Given records:
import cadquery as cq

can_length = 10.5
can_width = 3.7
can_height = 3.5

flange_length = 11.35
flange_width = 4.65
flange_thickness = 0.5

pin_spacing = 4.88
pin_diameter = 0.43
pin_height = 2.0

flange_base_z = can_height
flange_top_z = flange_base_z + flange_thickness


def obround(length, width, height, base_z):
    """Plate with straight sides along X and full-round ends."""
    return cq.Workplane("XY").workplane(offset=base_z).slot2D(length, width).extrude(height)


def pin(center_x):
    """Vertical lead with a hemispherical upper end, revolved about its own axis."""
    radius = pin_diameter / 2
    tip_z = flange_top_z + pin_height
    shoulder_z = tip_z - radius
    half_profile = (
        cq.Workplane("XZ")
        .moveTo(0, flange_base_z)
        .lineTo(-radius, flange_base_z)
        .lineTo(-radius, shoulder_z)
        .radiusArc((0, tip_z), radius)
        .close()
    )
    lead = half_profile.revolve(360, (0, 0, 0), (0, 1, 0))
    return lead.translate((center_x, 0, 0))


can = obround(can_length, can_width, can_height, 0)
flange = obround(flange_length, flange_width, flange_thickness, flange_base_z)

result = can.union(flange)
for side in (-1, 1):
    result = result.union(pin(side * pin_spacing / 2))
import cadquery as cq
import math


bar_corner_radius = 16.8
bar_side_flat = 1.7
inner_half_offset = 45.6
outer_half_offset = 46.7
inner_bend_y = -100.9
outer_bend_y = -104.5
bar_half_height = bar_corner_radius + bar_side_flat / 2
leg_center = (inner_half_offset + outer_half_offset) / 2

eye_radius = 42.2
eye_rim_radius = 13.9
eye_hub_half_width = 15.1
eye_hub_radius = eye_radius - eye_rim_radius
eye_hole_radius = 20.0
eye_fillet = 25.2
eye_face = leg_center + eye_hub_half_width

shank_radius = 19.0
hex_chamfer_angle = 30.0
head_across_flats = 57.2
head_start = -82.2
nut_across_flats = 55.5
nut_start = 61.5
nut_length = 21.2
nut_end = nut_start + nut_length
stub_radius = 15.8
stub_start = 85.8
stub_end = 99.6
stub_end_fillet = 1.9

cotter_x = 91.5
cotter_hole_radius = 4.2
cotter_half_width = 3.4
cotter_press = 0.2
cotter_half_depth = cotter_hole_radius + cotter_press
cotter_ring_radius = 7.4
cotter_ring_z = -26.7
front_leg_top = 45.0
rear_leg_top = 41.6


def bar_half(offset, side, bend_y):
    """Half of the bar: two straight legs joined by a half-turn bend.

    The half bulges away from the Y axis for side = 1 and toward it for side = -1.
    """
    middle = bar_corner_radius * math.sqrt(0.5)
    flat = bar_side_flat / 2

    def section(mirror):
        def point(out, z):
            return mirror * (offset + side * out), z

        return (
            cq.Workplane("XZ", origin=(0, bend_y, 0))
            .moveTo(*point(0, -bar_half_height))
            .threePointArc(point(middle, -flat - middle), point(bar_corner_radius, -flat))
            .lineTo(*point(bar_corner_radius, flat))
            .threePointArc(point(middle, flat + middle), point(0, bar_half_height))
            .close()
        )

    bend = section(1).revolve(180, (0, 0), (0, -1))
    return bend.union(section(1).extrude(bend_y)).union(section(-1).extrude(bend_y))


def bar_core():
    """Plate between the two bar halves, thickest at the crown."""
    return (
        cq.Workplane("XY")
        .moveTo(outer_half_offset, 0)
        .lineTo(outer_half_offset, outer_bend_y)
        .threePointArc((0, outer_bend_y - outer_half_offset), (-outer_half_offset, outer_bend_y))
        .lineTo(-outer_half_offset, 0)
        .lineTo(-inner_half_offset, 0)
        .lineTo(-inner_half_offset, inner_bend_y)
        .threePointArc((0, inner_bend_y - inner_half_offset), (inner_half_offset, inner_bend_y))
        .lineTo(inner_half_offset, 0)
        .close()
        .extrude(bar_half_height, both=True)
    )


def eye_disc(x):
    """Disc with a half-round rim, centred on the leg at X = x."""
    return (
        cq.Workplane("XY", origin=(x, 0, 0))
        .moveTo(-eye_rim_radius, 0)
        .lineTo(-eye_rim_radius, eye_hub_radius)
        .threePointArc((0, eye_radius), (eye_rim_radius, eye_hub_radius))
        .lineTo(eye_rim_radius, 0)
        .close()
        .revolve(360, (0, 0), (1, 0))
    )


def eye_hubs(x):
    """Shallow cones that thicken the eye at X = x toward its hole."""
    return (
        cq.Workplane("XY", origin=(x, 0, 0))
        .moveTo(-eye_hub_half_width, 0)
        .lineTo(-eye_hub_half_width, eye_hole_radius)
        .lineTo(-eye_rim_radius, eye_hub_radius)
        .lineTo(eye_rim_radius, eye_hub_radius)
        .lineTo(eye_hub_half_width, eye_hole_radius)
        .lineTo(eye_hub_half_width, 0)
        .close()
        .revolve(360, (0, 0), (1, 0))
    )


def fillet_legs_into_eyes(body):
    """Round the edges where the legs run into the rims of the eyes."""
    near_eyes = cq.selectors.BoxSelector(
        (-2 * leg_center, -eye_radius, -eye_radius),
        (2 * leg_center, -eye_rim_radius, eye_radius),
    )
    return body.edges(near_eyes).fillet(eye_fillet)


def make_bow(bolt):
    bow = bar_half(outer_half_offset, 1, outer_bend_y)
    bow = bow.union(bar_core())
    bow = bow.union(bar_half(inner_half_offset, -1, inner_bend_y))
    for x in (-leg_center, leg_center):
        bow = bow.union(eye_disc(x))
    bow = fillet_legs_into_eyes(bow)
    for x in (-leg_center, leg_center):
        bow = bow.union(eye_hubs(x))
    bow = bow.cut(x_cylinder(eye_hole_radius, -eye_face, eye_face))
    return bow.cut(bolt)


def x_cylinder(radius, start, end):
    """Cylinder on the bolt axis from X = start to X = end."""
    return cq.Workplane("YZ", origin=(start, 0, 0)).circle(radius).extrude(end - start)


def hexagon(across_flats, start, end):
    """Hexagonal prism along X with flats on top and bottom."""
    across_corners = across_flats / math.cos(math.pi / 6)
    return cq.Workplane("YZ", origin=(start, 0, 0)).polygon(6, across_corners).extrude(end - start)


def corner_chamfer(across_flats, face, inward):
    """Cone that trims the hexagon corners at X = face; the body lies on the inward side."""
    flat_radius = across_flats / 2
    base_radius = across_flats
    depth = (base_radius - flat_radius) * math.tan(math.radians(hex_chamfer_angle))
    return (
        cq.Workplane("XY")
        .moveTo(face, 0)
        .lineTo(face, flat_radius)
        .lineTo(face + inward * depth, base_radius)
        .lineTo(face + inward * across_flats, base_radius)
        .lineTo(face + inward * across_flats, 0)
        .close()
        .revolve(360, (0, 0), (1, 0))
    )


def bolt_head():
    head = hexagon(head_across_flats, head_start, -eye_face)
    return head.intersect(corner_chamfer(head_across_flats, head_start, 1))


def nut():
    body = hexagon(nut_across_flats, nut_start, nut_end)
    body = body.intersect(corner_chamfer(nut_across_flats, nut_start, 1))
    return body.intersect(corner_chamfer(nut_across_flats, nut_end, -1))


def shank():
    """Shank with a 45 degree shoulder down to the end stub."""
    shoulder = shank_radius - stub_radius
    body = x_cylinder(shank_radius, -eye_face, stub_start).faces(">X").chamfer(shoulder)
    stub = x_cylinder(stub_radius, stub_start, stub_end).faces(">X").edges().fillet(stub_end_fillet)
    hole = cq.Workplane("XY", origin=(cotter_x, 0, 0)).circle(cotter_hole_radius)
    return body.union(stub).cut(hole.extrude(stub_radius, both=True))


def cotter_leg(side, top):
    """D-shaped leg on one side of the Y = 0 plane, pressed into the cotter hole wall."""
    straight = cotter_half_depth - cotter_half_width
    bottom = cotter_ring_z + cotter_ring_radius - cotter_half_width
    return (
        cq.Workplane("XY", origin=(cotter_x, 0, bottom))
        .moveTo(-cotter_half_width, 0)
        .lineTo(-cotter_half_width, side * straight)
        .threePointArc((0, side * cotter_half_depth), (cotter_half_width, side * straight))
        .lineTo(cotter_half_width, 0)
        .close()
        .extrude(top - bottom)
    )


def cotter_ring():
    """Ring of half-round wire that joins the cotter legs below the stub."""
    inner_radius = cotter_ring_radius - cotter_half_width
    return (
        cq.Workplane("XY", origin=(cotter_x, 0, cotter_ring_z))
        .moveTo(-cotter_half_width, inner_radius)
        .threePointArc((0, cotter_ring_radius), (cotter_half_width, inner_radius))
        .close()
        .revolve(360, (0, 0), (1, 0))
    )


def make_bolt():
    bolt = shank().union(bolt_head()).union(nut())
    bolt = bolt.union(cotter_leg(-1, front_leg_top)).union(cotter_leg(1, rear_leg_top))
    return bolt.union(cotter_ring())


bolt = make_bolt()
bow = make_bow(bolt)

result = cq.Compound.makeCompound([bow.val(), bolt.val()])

Exercise goal: What is needed is a word-for-word copy of the records above, from the first line through the line that contains "hex_chamfer_angle = 30.0".

Result of this task:
import cadquery as cq

can_length = 10.5
can_width = 3.7
can_height = 3.5

flange_length = 11.35
flange_width = 4.65
flange_thickness = 0.5

pin_spacing = 4.88
pin_diameter = 0.43
pin_height = 2.0

flange_base_z = can_height
flange_top_z = flange_base_z + flange_thickness


def obround(length, width, height, base_z):
    """Plate with straight sides along X and full-round ends."""
    return cq.Workplane("XY").workplane(offset=base_z).slot2D(length, width).extrude(height)


def pin(center_x):
    """Vertical lead with a hemispherical upper end, revolved about its own axis."""
    radius = pin_diameter / 2
    tip_z = flange_top_z + pin_height
    shoulder_z = tip_z - radius
    half_profile = (
        cq.Workplane("XZ")
        .moveTo(0, flange_base_z)
        .lineTo(-radius, flange_base_z)
        .lineTo(-radius, shoulder_z)
        .radiusArc((0, tip_z), radius)
        .close()
    )
    lead = half_profile.revolve(360, (0, 0, 0), (0, 1, 0))
    return lead.translate((center_x, 0, 0))


can = obround(can_length, can_width, can_height, 0)
flange = obround(flange_length, flange_width, flange_thickness, flange_base_z)

result = can.union(flange)
for side in (-1, 1):
    result = result.union(pin(side * pin_spacing / 2))
import cadquery as cq
import math


bar_corner_radius = 16.8
bar_side_flat = 1.7
inner_half_offset = 45.6
outer_half_offset = 46.7
inner_bend_y = -100.9
outer_bend_y = -104.5
bar_half_height = bar_corner_radius + bar_side_flat / 2
leg_center = (inner_half_offset + outer_half_offset) / 2

eye_radius = 42.2
eye_rim_radius = 13.9
eye_hub_half_width = 15.1
eye_hub_radius = eye_radius - eye_rim_radius
eye_hole_radius = 20.0
eye_fillet = 25.2
eye_face = leg_center + eye_hub_half_width

shank_radius = 19.0
hex_chamfer_angle = 30.0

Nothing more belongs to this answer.